### Problem to work on
Transcribe exactly the span of lines that begins the records and ends with the line holding "end_rise_y = 0.13", both boundary lines included.

### Exercise data
───

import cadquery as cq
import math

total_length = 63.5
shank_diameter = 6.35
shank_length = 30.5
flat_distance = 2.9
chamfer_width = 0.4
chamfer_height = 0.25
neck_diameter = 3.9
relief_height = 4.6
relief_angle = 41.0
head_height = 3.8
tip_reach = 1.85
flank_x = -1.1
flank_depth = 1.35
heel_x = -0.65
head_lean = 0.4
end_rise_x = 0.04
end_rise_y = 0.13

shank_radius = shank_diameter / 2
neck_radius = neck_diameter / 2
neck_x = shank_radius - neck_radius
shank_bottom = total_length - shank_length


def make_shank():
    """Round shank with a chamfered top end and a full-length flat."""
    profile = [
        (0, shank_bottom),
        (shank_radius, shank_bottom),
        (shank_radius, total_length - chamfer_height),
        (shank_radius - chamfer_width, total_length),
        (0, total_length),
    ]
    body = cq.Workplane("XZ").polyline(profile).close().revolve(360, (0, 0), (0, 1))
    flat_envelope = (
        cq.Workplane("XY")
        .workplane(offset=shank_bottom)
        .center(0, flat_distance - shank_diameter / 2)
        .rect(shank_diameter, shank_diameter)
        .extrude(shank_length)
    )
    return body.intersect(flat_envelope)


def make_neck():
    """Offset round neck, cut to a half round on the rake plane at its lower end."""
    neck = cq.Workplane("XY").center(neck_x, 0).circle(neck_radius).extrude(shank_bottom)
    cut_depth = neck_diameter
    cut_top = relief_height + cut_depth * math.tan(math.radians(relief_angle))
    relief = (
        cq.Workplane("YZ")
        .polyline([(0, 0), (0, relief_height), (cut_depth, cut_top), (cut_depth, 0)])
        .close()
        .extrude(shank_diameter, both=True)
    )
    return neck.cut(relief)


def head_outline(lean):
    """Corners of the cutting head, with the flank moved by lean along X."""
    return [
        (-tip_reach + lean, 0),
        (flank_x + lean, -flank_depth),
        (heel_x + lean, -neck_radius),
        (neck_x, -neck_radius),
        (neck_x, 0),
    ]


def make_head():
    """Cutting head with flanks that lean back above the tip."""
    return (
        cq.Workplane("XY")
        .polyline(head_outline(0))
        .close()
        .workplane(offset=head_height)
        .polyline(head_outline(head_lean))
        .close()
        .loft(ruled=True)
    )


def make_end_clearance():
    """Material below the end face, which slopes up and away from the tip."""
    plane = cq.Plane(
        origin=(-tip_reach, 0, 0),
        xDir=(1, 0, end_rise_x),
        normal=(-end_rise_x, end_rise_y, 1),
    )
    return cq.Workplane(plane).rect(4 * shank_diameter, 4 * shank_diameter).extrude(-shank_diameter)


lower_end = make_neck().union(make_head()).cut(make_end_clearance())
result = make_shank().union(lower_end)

───

### Answer space
import cadquery as cq
import math

total_length = 63.5
shank_diameter = 6.35
shank_length = 30.5
flat_distance = 2.9
chamfer_width = 0.4
chamfer_height = 0.25
neck_diameter = 3.9
relief_height = 4.6
relief_angle = 41.0
head_height = 3.8
tip_reach = 1.85
flank_x = -1.1
flank_depth = 1.35
heel_x = -0.65
head_lean = 0.4
end_rise_x = 0.04
end_rise_y = 0.13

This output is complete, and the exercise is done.